= Exercise details =
Pictures stay out of the copy. Retype exactly the lines below from the one with "Pixel-art sprite, stored" through the one with "- Up to frame 3".

(Available records)

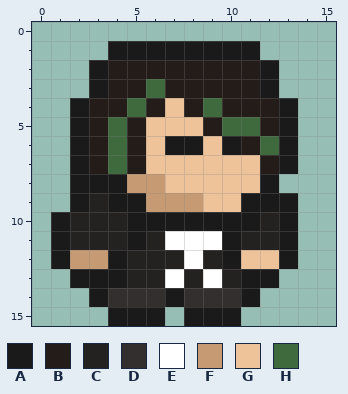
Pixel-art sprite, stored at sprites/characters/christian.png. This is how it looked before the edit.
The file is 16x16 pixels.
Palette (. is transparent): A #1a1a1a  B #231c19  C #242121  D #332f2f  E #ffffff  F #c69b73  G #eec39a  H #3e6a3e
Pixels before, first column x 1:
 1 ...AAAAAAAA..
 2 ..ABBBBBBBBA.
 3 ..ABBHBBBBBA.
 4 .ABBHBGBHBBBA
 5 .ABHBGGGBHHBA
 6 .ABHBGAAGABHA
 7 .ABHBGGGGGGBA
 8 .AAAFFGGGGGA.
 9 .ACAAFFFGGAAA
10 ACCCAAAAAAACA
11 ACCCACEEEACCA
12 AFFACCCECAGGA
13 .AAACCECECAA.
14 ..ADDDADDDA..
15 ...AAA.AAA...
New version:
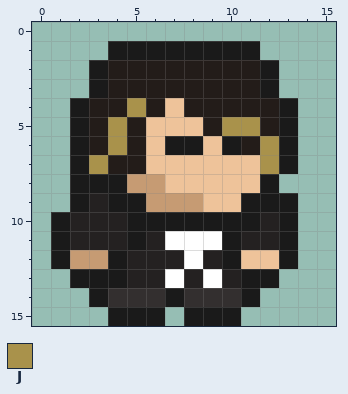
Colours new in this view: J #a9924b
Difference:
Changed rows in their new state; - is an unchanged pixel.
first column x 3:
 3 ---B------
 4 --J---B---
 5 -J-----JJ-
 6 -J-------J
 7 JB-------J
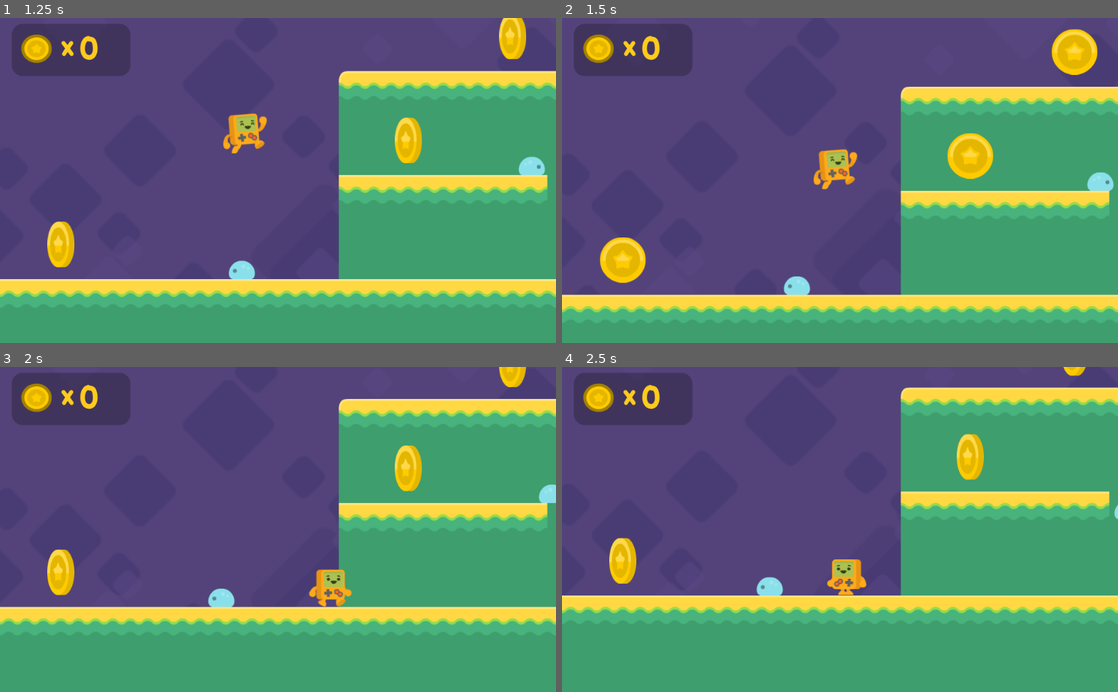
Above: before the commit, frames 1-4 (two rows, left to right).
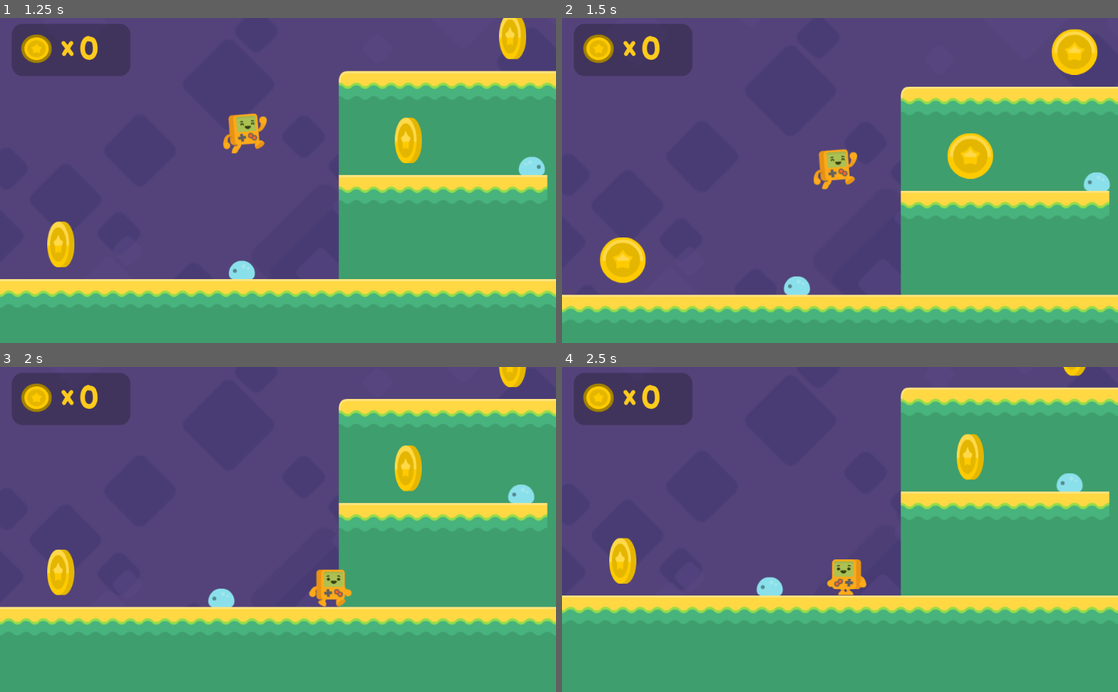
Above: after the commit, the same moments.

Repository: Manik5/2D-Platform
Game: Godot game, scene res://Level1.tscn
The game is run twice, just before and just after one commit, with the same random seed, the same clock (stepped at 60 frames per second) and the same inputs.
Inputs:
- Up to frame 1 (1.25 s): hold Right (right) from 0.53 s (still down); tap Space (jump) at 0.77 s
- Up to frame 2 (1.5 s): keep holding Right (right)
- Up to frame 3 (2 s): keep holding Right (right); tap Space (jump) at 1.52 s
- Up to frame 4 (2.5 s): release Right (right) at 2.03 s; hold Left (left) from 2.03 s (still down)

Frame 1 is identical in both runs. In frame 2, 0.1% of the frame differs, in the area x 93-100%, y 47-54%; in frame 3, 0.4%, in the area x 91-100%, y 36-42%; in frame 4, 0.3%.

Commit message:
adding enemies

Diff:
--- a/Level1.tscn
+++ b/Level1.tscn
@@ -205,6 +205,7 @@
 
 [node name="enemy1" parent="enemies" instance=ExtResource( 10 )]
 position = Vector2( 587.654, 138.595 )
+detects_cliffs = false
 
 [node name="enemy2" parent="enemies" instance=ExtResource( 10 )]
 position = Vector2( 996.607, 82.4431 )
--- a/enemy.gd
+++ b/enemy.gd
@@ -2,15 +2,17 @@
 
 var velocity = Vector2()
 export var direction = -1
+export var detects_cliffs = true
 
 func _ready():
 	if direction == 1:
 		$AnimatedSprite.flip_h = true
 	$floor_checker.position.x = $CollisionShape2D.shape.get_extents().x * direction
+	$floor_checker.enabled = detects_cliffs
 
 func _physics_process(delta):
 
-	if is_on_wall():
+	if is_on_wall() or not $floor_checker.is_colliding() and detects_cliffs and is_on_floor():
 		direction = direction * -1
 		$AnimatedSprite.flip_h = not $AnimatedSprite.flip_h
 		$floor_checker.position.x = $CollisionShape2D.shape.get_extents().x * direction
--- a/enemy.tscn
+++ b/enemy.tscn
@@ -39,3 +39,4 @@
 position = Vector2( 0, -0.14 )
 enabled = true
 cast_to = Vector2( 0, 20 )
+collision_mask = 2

(End Available records)
(Available records)

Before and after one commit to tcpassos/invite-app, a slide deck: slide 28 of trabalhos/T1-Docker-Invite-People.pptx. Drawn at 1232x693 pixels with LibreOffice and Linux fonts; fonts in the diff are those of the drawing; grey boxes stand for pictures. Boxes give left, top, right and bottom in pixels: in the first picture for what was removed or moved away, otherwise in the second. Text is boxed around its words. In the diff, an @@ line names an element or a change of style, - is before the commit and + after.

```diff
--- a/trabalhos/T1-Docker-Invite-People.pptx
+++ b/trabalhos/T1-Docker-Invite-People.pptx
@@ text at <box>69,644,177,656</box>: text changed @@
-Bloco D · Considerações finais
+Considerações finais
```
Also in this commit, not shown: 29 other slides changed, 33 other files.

(End Available records)

= Task response =
Pixel-art sprite, stored at sprites/characters/christian.png. This is how it looked before the edit.
The file is 16x16 pixels.
Palette (. is transparent): A #1a1a1a  B #231c19  C #242121  D #332f2f  E #ffffff  F #c69b73  G #eec39a  H #3e6a3e
Pixels before, first column x 1:
 1 ...AAAAAAAA..
 2 ..ABBBBBBBBA.
 3 ..ABBHBBBBBA.
 4 .ABBHBGBHBBBA
 5 .ABHBGGGBHHBA
 6 .ABHBGAAGABHA
 7 .ABHBGGGGGGBA
 8 .AAAFFGGGGGA.
 9 .ACAAFFFGGAAA
10 ACCCAAAAAAACA
11 ACCCACEEEACCA
12 AFFACCCECAGGA
13 .AAACCECECAA.
14 ..ADDDADDDA..
15 ...AAA.AAA...
New version:
Colours new in this view: J #a9924b
Difference:
Changed rows in their new state; - is an unchanged pixel.
first column x 3:
 3 ---B------
 4 --J---B---
 5 -J-----JJ-
 6 -J-------J
 7 JB-------J
Above: before the commit, frames 1-4 (two rows, left to right).
Above: after the commit, the same moments.

Repository: Manik5/2D-Platform
Game: Godot game, scene res://Level1.tscn
The game is run twice, just before and just after one commit, with the same random seed, the same clock (stepped at 60 frames per second) and the same inputs.
Inputs:
- Up to frame 1 (1.25 s): hold Right (right) from 0.53 s (still down); tap Space (jump) at 0.77 s
- Up to frame 2 (1.5 s): keep holding Right (right)
- Up to frame 3 (2 s): keep holding Right (right); tap Space (jump) at 1.52 s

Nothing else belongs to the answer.